__What is being asked__.
Reproduce all the entries exactly and keep the pictures out.

*** Task data Section Begins ***

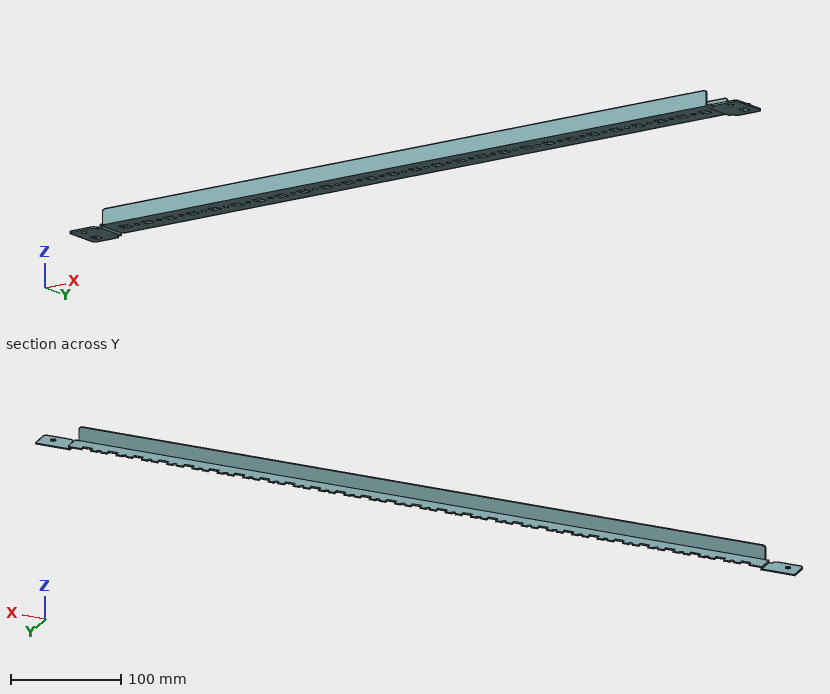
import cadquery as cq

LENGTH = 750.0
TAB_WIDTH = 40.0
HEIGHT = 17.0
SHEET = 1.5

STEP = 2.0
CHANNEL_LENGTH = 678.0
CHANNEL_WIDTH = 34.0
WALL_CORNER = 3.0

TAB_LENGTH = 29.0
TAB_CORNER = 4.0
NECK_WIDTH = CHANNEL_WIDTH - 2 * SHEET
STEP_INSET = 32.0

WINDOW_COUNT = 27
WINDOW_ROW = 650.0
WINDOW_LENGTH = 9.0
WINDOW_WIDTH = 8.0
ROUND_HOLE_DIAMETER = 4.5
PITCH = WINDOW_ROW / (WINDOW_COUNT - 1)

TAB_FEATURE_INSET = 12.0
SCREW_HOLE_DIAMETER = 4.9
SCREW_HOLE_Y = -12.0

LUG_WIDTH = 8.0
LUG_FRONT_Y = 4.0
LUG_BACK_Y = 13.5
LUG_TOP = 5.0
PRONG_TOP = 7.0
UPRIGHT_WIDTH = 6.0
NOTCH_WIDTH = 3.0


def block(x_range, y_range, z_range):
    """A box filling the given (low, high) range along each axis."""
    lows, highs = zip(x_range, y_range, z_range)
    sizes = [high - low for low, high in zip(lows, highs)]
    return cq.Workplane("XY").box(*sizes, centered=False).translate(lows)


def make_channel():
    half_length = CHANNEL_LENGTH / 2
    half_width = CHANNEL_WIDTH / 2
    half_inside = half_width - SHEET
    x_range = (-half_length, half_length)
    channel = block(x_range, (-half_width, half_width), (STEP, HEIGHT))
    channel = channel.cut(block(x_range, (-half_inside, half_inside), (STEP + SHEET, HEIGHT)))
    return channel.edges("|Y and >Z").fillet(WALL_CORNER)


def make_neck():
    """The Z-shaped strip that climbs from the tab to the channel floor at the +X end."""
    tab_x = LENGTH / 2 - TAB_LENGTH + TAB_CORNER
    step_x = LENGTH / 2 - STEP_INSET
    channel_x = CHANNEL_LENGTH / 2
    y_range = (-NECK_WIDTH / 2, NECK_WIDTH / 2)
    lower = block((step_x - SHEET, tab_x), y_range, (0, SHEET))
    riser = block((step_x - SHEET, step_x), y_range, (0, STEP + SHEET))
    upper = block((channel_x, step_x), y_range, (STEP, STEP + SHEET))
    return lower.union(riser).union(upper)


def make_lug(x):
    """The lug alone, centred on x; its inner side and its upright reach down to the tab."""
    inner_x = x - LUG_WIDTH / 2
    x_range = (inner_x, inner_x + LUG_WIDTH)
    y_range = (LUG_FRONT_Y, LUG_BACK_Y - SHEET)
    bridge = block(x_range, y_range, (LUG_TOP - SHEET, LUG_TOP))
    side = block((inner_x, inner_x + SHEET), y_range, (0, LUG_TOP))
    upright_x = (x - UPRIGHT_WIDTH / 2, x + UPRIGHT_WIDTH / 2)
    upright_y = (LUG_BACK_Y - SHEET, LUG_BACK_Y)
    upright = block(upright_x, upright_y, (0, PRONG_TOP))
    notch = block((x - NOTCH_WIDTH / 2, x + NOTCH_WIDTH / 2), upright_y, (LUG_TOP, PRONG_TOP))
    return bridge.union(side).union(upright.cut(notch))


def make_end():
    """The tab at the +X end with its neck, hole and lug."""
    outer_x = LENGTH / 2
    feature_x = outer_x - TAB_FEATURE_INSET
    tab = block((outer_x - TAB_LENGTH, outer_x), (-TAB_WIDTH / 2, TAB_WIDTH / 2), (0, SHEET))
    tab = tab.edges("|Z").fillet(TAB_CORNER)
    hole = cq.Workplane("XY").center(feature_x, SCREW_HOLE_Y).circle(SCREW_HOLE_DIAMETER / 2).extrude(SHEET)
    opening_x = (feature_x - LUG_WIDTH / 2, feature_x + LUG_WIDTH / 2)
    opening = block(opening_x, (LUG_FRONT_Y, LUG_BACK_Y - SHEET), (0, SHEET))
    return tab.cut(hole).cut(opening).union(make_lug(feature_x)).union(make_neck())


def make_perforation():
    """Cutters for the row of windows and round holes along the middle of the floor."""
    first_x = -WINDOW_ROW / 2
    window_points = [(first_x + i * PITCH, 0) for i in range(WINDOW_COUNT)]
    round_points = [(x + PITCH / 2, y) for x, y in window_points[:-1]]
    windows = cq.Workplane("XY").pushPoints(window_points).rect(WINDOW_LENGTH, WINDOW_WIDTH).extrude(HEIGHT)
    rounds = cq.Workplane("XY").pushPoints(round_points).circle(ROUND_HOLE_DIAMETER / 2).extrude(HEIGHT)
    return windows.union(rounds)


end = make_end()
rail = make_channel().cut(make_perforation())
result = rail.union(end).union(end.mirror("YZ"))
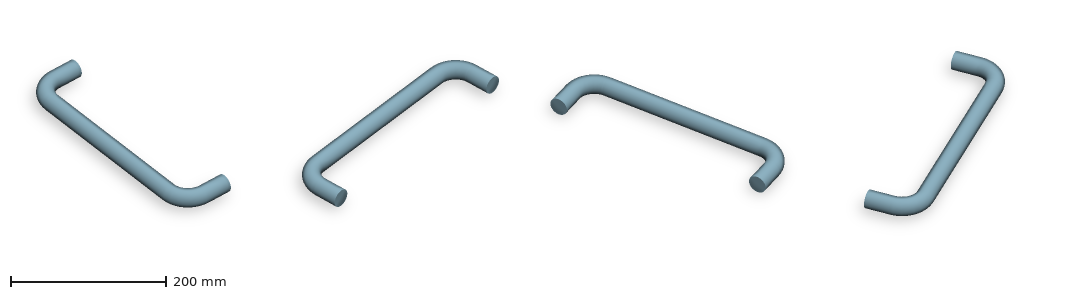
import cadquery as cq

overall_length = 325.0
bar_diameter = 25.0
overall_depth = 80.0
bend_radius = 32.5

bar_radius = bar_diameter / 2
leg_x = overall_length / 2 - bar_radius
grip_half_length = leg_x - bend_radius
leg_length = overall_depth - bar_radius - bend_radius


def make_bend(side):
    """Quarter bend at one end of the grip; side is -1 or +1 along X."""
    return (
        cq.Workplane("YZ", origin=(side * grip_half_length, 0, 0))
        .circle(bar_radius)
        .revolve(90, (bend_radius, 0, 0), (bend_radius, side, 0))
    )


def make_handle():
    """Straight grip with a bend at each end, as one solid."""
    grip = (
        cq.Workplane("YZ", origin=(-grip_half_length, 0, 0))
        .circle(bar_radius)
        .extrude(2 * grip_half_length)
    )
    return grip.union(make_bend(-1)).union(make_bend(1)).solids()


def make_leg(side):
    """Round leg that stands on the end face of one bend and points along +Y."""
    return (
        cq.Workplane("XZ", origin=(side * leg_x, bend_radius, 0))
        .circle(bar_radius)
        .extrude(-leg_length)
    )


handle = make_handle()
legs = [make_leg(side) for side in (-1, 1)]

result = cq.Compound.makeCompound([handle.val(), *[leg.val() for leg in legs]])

*** Task data Section Ends ***

__Exercise solution__.
import cadquery as cq

LENGTH = 750.0
TAB_WIDTH = 40.0
HEIGHT = 17.0
SHEET = 1.5

STEP = 2.0
CHANNEL_LENGTH = 678.0
CHANNEL_WIDTH = 34.0
WALL_CORNER = 3.0

TAB_LENGTH = 29.0
TAB_CORNER = 4.0
NECK_WIDTH = CHANNEL_WIDTH - 2 * SHEET
STEP_INSET = 32.0

WINDOW_COUNT = 27
WINDOW_ROW = 650.0
WINDOW_LENGTH = 9.0
WINDOW_WIDTH = 8.0
ROUND_HOLE_DIAMETER = 4.5
PITCH = WINDOW_ROW / (WINDOW_COUNT - 1)

TAB_FEATURE_INSET = 12.0
SCREW_HOLE_DIAMETER = 4.9
SCREW_HOLE_Y = -12.0

LUG_WIDTH = 8.0
LUG_FRONT_Y = 4.0
LUG_BACK_Y = 13.5
LUG_TOP = 5.0
PRONG_TOP = 7.0
UPRIGHT_WIDTH = 6.0
NOTCH_WIDTH = 3.0


def block(x_range, y_range, z_range):
    """A box filling the given (low, high) range along each axis."""
    lows, highs = zip(x_range, y_range, z_range)
    sizes = [high - low for low, high in zip(lows, highs)]
    return cq.Workplane("XY").box(*sizes, centered=False).translate(lows)


def make_channel():
    half_length = CHANNEL_LENGTH / 2
    half_width = CHANNEL_WIDTH / 2
    half_inside = half_width - SHEET
    x_range = (-half_length, half_length)
    channel = block(x_range, (-half_width, half_width), (STEP, HEIGHT))
    channel = channel.cut(block(x_range, (-half_inside, half_inside), (STEP + SHEET, HEIGHT)))
    return channel.edges("|Y and >Z").fillet(WALL_CORNER)


def make_neck():
    """The Z-shaped strip that climbs from the tab to the channel floor at the +X end."""
    tab_x = LENGTH / 2 - TAB_LENGTH + TAB_CORNER
    step_x = LENGTH / 2 - STEP_INSET
    channel_x = CHANNEL_LENGTH / 2
    y_range = (-NECK_WIDTH / 2, NECK_WIDTH / 2)
    lower = block((step_x - SHEET, tab_x), y_range, (0, SHEET))
    riser = block((step_x - SHEET, step_x), y_range, (0, STEP + SHEET))
    upper = block((channel_x, step_x), y_range, (STEP, STEP + SHEET))
    return lower.union(riser).union(upper)


def make_lug(x):
    """The lug alone, centred on x; its inner side and its upright reach down to the tab."""
    inner_x = x - LUG_WIDTH / 2
    x_range = (inner_x, inner_x + LUG_WIDTH)
    y_range = (LUG_FRONT_Y, LUG_BACK_Y - SHEET)
    bridge = block(x_range, y_range, (LUG_TOP - SHEET, LUG_TOP))
    side = block((inner_x, inner_x + SHEET), y_range, (0, LUG_TOP))
    upright_x = (x - UPRIGHT_WIDTH / 2, x + UPRIGHT_WIDTH / 2)
    upright_y = (LUG_BACK_Y - SHEET, LUG_BACK_Y)
    upright = block(upright_x, upright_y, (0, PRONG_TOP))
    notch = block((x - NOTCH_WIDTH / 2, x + NOTCH_WIDTH / 2), upright_y, (LUG_TOP, PRONG_TOP))
    return bridge.union(side).union(upright.cut(notch))


def make_end():
    """The tab at the +X end with its neck, hole and lug."""
    outer_x = LENGTH / 2
    feature_x = outer_x - TAB_FEATURE_INSET
    tab = block((outer_x - TAB_LENGTH, outer_x), (-TAB_WIDTH / 2, TAB_WIDTH / 2), (0, SHEET))
    tab = tab.edges("|Z").fillet(TAB_CORNER)
    hole = cq.Workplane("XY").center(feature_x, SCREW_HOLE_Y).circle(SCREW_HOLE_DIAMETER / 2).extrude(SHEET)
    opening_x = (feature_x - LUG_WIDTH / 2, feature_x + LUG_WIDTH / 2)
    opening = block(opening_x, (LUG_FRONT_Y, LUG_BACK_Y - SHEET), (0, SHEET))
    return tab.cut(hole).cut(opening).union(make_lug(feature_x)).union(make_neck())


def make_perforation():
    """Cutters for the row of windows and round holes along the middle of the floor."""
    first_x = -WINDOW_ROW / 2
    window_points = [(first_x + i * PITCH, 0) for i in range(WINDOW_COUNT)]
    round_points = [(x + PITCH / 2, y) for x, y in window_points[:-1]]
    windows = cq.Workplane("XY").pushPoints(window_points).rect(WINDOW_LENGTH, WINDOW_WIDTH).extrude(HEIGHT)
    rounds = cq.Workplane("XY").pushPoints(round_points).circle(ROUND_HOLE_DIAMETER / 2).extrude(HEIGHT)
    return windows.union(rounds)


end = make_end()
rail = make_channel().cut(make_perforation())
result = rail.union(end).union(end.mirror("YZ"))
import cadquery as cq

overall_length = 325.0
bar_diameter = 25.0
overall_depth = 80.0
bend_radius = 32.5

bar_radius = bar_diameter / 2
leg_x = overall_length / 2 - bar_radius
grip_half_length = leg_x - bend_radius
leg_length = overall_depth - bar_radius - bend_radius


def make_bend(side):
    """Quarter bend at one end of the grip; side is -1 or +1 along X."""
    return (
        cq.Workplane("YZ", origin=(side * grip_half_length, 0, 0))
        .circle(bar_radius)
        .revolve(90, (bend_radius, 0, 0), (bend_radius, side, 0))
    )


def make_handle():
    """Straight grip with a bend at each end, as one solid."""
    grip = (
        cq.Workplane("YZ", origin=(-grip_half_length, 0, 0))
        .circle(bar_radius)
        .extrude(2 * grip_half_length)
    )
    return grip.union(make_bend(-1)).union(make_bend(1)).solids()


def make_leg(side):
    """Round leg that stands on the end face of one bend and points along +Y."""
    return (
        cq.Workplane("XZ", origin=(side * leg_x, bend_radius, 0))
        .circle(bar_radius)
        .extrude(-leg_length)
    )


handle = make_handle()
legs = [make_leg(side) for side in (-1, 1)]

result = cq.Compound.makeCompound([handle.val(), *[leg.val() for leg in legs]])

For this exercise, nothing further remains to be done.